Chief Archaeological Officer of the Department of Archeology, Ram Bahadur Kuwar said that under the campaign to list Tilaurakot as a World Heritage Site, excavation studies and research works have been going on here for more than a decade.
He said that under this campaign, the Maurya-era pond, which was found during excavations last year, was excavated for further research. The survey revealed a structure with an area of 30 by 30 meters slightly sunken into the ground. Physical examinations showed a wide outer wall around it. Excavations revealed that there was a large pond lined with mud bricks inside the structure.
During the excavation in 2015, 26 layers of bricks were found and the layers of bricks were arranged in order, said Bhaskar Gyawali, an officer of the Department of Archeology. Bricks of the pond were found to be some 45 cm in length. Gyawali said that radio carbon dating of this structure revealed that the pond was built during the Mauryan period.

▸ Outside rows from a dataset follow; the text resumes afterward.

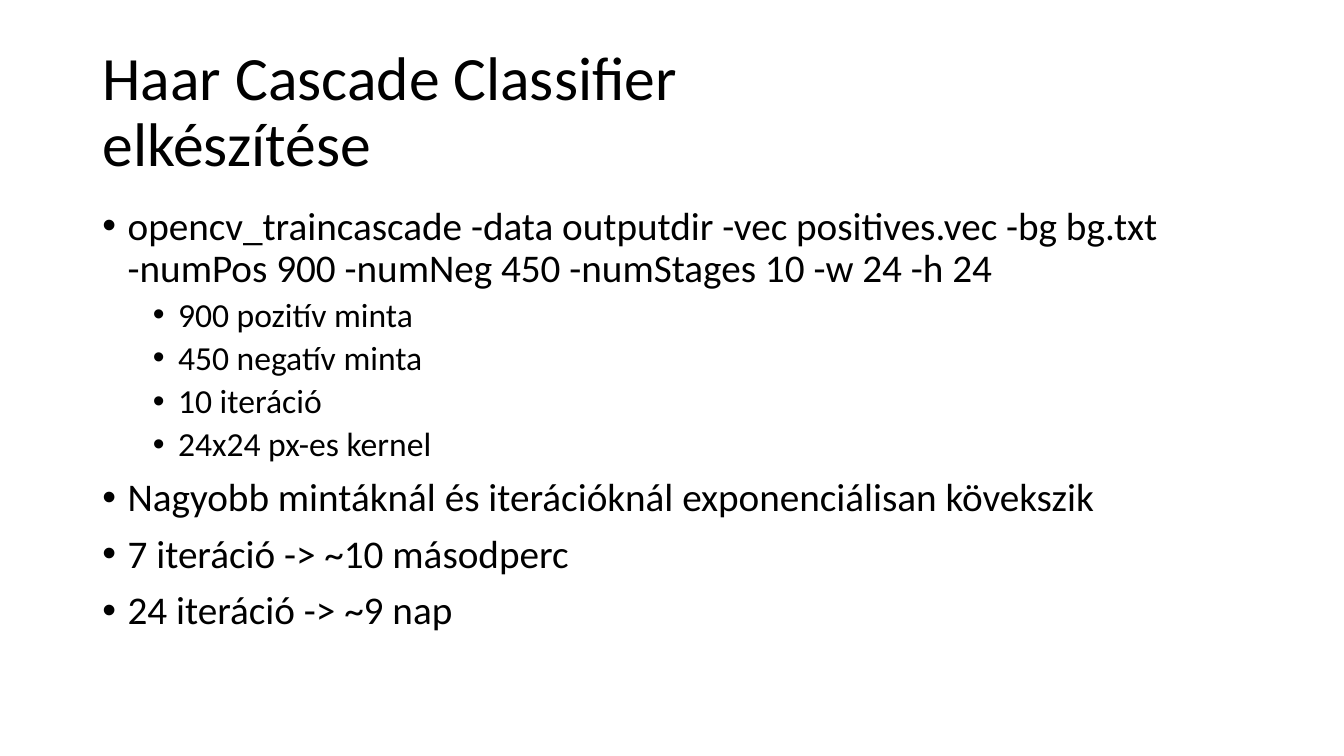
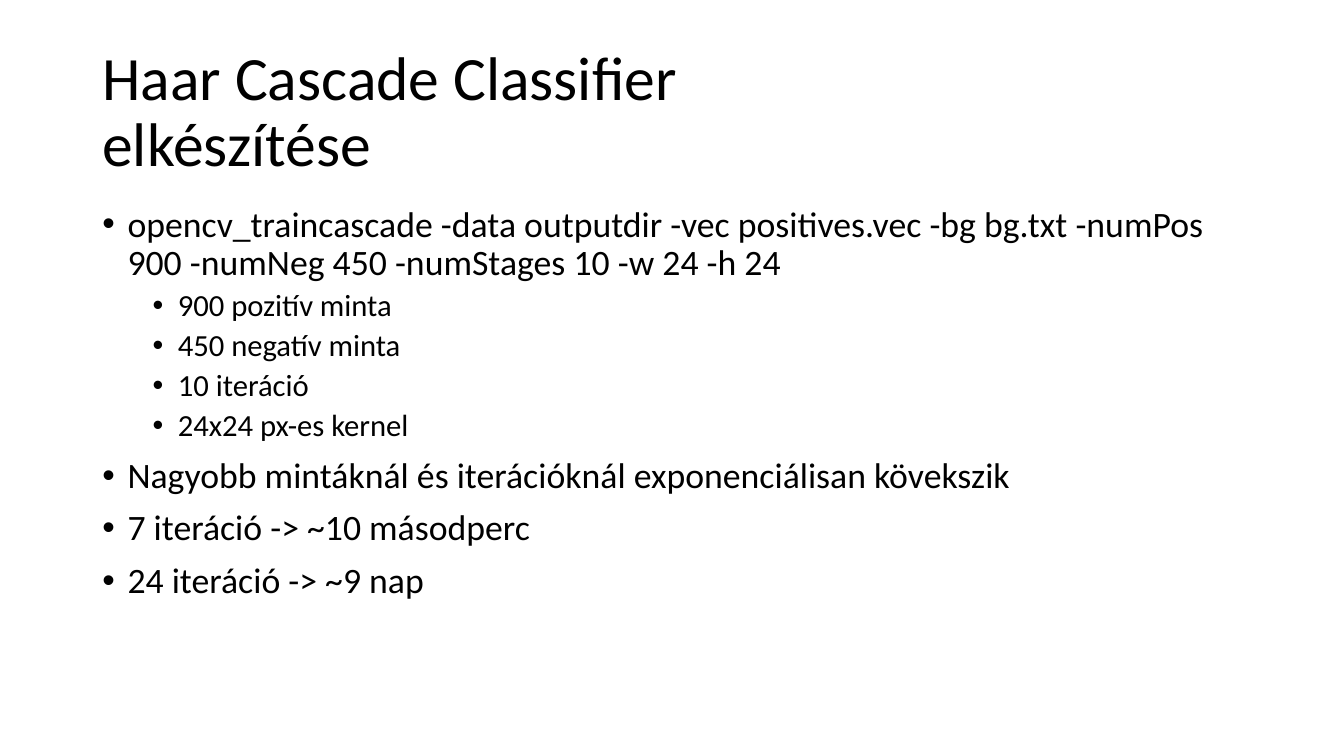
Before and after one commit to balintskach/facedet, a slide deck: slide 5 of skach_balint_facedetection.pptx. Drawn at 1344x756 pixels with LibreOffice and Linux fonts; fonts in the diff are those of the drawing. Boxes give left, top, right and bottom in pixels: in the first picture for what was removed or moved away, otherwise in the second. Text is boxed around its words. In the diff, an @@ line names an element or a change of style, - is before the commit and + after.

```diff
--- a/skach_balint_facedetection.pptx
+++ b/skach_balint_facedetection.pptx
@@ text "opencv_traincascade -data outputdir -vec positives.vec ..." at (128, 212, 1204, 599): size 28 to 25.5 pt in "opencv_traincascade -data outputdir -vec positives.vec -bg b ...", "Nagyobb mintáknál és iterációknál exponenciálisan kövekszik", "7 iteráció -> ~10 másodperc", "24 iteráció -> ~9 nap"; size 24 to 21.8 pt in "900 pozitív minta", "450 negatív minta", "10 iteráció", "24x24 px-es kernel" @@
```
Also in this commit, not shown: 2 other slides changed.

The department had started a study last year to identify the wall to the south of the pond. About 12 meters of the wall on the southern side was excavated last year. The remaining 11 meters will be excavated this year. He said that during the excavation, the length of the southern wall was found to be 27 meters.
Past excavations had revealed that there were 26 layers of bricks on the walls around the pond. Gyawali said that this year’s research has revealed the fact that this pond was built at different periods of time.
It is believed that the construction of the pond in Tilaurakot had a similarity with the city planning in Kathmandu Valley. Himal Upreti, the archeological officer of the Lumbini Development Trust, says that there may have been some common concepts of town planning between the Terai and the mountains of Nepal.
During the excavation of the pond in the past years, the remnants of a Maurya-era pond, Krisha-era coins, Panchmark coins, and various types of clay figures were unearthed.
Excavations have been carried out over the years in the central complex of the Tilaurakot palace, the Samaya Mai temple, the eastern entrance of the palace, the Kanthak Stupa, the Shiva Gadh and the empty area to the north of Tilaurakot.